I think that we could get together some people and come up with some sufficiently accurate methods for tracking stats in relation to allocated resources (i.e. number and type of boxen).
ColinT
04-10-2002, 10:54 PM
Ye Olde Biker knows what he's talking about. Stats weighting is always futile.
We've been there and done that and then puked.
Paratima
04-10-2002, 11:11 PM
Yepper! Weighting is one of the reasons F@H is so screwed up.
And UD generated a ton of bad feelings with their scheme for weighting by box configuration, with a separate scheme, if you can believe it, for weighting by time-to-complete. GACK!
We got a good thing going here. Let's try real hard NOT to f*ck it up.
Don't get me wrong. I *hate* stats driven behavior. But if you don't account for it, you can end up paying the price. I would hate to see the organizers of this project end up missing a deadline because they put up a big protein and all the superteams thundered off to another project that would give more bang for the buck. It is not for my convenience that I bring this up, but because I *know* the kinds of problems this can cause.

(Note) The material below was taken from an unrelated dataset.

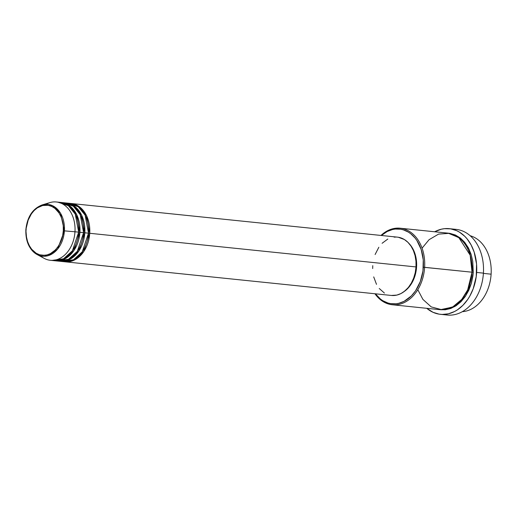 <?xml version="1.0" encoding="UTF-8"?>
<svg xmlns="http://www.w3.org/2000/svg" width="517" height="517" viewBox="0 0 517 517"><rect width="100%" height="100%" fill="white"/><g stroke="black" fill="none" stroke-linecap="round" stroke-linejoin="round"><path stroke-width="0.78" d="M45.981 204.299A29.314 21.611 95.9 0 1 56.347 201.973A29.314 21.611 95.9 0 1 74.971 231.771L63.3 230.789C63.585 238.156 56.915 255.417 43.144 255.353C29.417 254.603 24.939 237.019 26.147 229.697C25.863 222.329 32.532 205.075 46.304 205.139C60.03 205.882 64.509 223.467 63.3 230.789L64.405 230.86L60.444 213.12L52.682 205.753L42.148 204.926A26.057 19.213 95.9 0 1 64.405 230.86L74.971 231.771A29.314 21.611 -84.1 0 0 49.929 202.599L42.148 204.926C32.655 208.616 27.227 216.875 25.85 229.703L28.17 220.132L31.369 213.896L34.161 210.49L37.36 207.84L42.652 205.514L48.12 205.314L51.629 206.373L54.873 208.357L58.977 212.875L61.045 216.752L62.492 221.14L63.248 225.884L63.3 230.789L62.635 235.681L60.36 242.563L58.078 246.596L55.287 250.002L50.375 253.653L46.801 254.978L43.144 255.353L39.55 254.765L36.158 253.233L31.718 249.304L29.366 245.749L27.595 241.601L26.49 237.012L25.85 229.703C25.52 241.349 29.249 249.614 37.037 254.506A26.057 19.213 95.9 0 1 25.953 229.722M88.51 233.212L89.745 233.29L83.825 251.462L75.482 259.482L64.496 261.738A29.314 21.611 95.9 0 0 65.11 261.815A29.314 21.611 95.9 0 0 89.745 233.29L416.023 266.934A29.314 21.611 -84.1 0 0 397.399 237.135L71.126 203.498A29.314 21.611 95.9 0 1 89.745 233.29L88.51 233.212M62.046 261.389L73.401 259.812L82.235 251.857L88.517 233.167A29.314 21.611 -84.1 0 0 69.892 203.368L66.195 202.987A29.314 21.611 95.9 0 1 84.82 232.786L78.901 250.958L70.558 258.978L59.571 261.234A29.314 21.611 95.9 0 0 60.185 261.305A29.314 21.611 95.9 0 0 84.82 232.786L88.517 233.167L83.586 232.708L84.82 232.786L81.718 215.356L75.32 206.91L65.581 202.935A29.314 21.611 95.9 0 1 66.195 202.987M57.122 260.885L68.477 259.308L77.311 251.352L83.592 232.656A29.314 21.611 -84.1 0 0 64.968 202.864L61.271 202.483A29.314 21.611 95.9 0 1 79.896 232.275L73.976 250.448L65.633 258.468L54.647 260.723A29.314 21.611 95.9 0 0 55.261 260.801A29.314 21.611 95.9 0 0 79.896 232.275L83.592 232.656L78.662 232.198L79.896 232.275L76.787 214.852L70.396 206.406L60.657 202.431A29.314 21.611 95.9 0 1 61.271 202.483M52.191 260.374L63.552 258.797L72.386 250.842L78.668 232.152A29.314 21.611 -84.1 0 0 60.043 202.354L56.347 201.973M470.16 235.733A38.471 28.364 95.9 0 1 491.111 274.178A38.471 28.364 -84.1 0 0 470.16 235.733M417.801 289.694L422.893 299.388L431.223 306.904L441.932 309.754L452.847 306.839L461.752 299.401L467.665 289.921L472.027 272.207L423.333 267.237A37.56 27.692 95.9 0 1 404.785 300.952A37.56 27.692 95.9 0 1 375.394 293.805L380.48 299.072L382.838 300.72L387.905 303.001L390.561 303.621L395.996 303.783L398.717 303.324L404.048 301.34L411.383 295.898L415.552 290.819L420.321 281.513L422.971 270.908L423.261 259.915L421.174 249.485L416.883 240.515L415.028 237.982L410.763 233.774L408.404 232.127L403.338 229.845L400.681 229.225L395.253 229.063L392.526 229.522L387.194 231.506L381.41 235.487A37.56 27.692 95.9 0 1 410.388 233.477A37.56 27.692 95.9 0 1 423.333 267.237L424.625 267.321A38.471 28.364 -84.1 0 0 411.009 232.476A38.471 28.364 -84.1 0 0 380.971 235.442A38.471 28.364 95.9 0 1 400.184 228.217A38.471 28.364 95.9 0 1 424.625 267.321L472.027 272.207A38.471 28.364 -84.1 0 0 447.586 233.102L400.184 228.217M452.646 229.27A43.053 31.744 95.9 0 1 483.414 273.131A43.053 31.744 -84.1 0 0 456.059 229.374L449.286 228.676A43.053 31.744 95.9 0 1 476.642 272.433L483.414 273.131L476.642 272.433A43.053 31.744 95.9 0 1 440.458 314.33A43.053 31.744 95.9 0 1 426.751 308.313L433.065 312.32L439.069 314.142L442.171 314.439L448.42 313.8L454.533 311.531L457.467 309.812L462.935 305.288L467.717 299.466L469.785 296.138L473.191 288.796L476.222 276.64L476.558 264.038L474.16 252.083L471.142 244.98L467.116 238.899L464.77 236.314L459.523 232.185L456.679 230.679L450.675 228.857L444.446 228.676L441.324 229.205L434.648 231.771A43.053 31.744 95.9 0 1 449.286 228.676M439.689 309.605L445.253 309.773L450.805 308.462L456.123 305.734L461.015 301.695L465.287 296.487L468.77 290.328L471.336 283.439L472.887 276.091L473.262 272.336L469.223 249.549L460.899 238.473L448.2 233.173L450.055 233.393L455.425 235.022L460.382 238.053L464.744 242.37L468.35 247.805L471.045 254.151L472.738 261.163L473.262 272.336L471.969 272.252L473.262 272.336L471.323 283.49L465.546 296.105L454.669 306.639L440.31 309.702M398.342 237.264L404.365 239.526L407.939 242.344L410.989 246.073L413.4 250.583L415.08 255.695L415.965 261.214L416.023 266.934L89.745 233.29L86.643 215.867L80.245 207.42L70.506 203.446A29.314 21.611 95.9 0 1 71.126 203.498M408.747 243.216L411.7 246.829L414.944 253.614L416.521 261.505L416.573 267.037L416.017 266.979L416.573 267.037A28.396 20.938 -84.1 0 0 409.031 243.507M483.395 273.383L491.111 274.178L483.395 273.383M37.037 254.506L48.029 255.708L57.549 249.155L64.405 230.86A26.057 19.213 95.9 0 1 37.037 254.506L44.184 258.371A29.314 21.611 -84.1 0 0 74.971 231.771L78.668 232.152L74.971 231.771A29.314 21.611 95.9 0 1 50.336 260.29A29.314 21.611 95.9 0 1 40.662 255.902M55.261 260.801L58.957 261.182A29.314 21.611 -84.1 0 0 83.592 232.656L80.219 214.684L73.349 206.205L63.106 202.78M50.336 260.29L54.026 260.671A29.314 21.611 -84.1 0 0 78.668 232.152L75.295 214.18L68.425 205.701L58.182 202.27M462.334 311.673A38.471 28.364 -84.1 0 0 491.111 274.178A38.471 28.364 95.9 0 1 462.334 311.673M440.458 314.33L447.224 315.027A43.053 31.744 -84.1 0 0 483.414 273.131A43.053 31.744 95.9 0 1 443.87 314.433M392.293 304.759A38.471 28.364 95.9 0 1 374.954 293.759A38.471 28.364 -84.1 0 0 405.231 302.07A38.471 28.364 -84.1 0 0 424.625 267.321A38.471 28.364 95.9 0 1 392.293 304.759L439.696 309.644A38.471 28.364 -84.1 0 0 472.027 272.207L470.179 255.185L458.902 237.736L449.228 233.335L438.578 234.104L429.071 239.694L422.079 248.16M404.074 291.594A28.396 20.938 -84.1 0 0 416.573 267.037L415.157 275.231L413.264 280.317L409.18 286.883L403.926 291.691M375.109 254.519L378.838 247.255M382.089 243.294L387.815 239.041M394.103 237.135L396.229 237.057M416.023 266.934L415.248 272.627L413.671 278.075L411.351 283.07L408.385 287.42L404.876 290.961L400.972 293.553L396.804 295.097L391.363 295.453A29.314 21.611 -84.1 0 0 416.023 266.934M384.415 293.061L379.245 288.492M376.505 284.35L373.707 276.899M372.686 268.53L372.763 265.66M60.185 261.305L63.882 261.686A29.314 21.611 -84.1 0 0 88.517 233.167L85.143 215.195L78.274 206.716L68.037 203.284M66.628 203.995L65.491 203.84M391.382 295.453L65.11 261.815M51.383 205.197L50.246 205.837"/></g></svg>

I am not talking about variability between random folds. Like SETI WU's or distributed.net's OGR project, this tends to work out in the wash. It's when the variability is predictable and manipulable that the problems come in. If Stanford hadn't normalized their WU's, they'd be finding an awful lot of the big ones ending up expiring because the min/max'ers would find a way to dump them in favor of the smaller ones.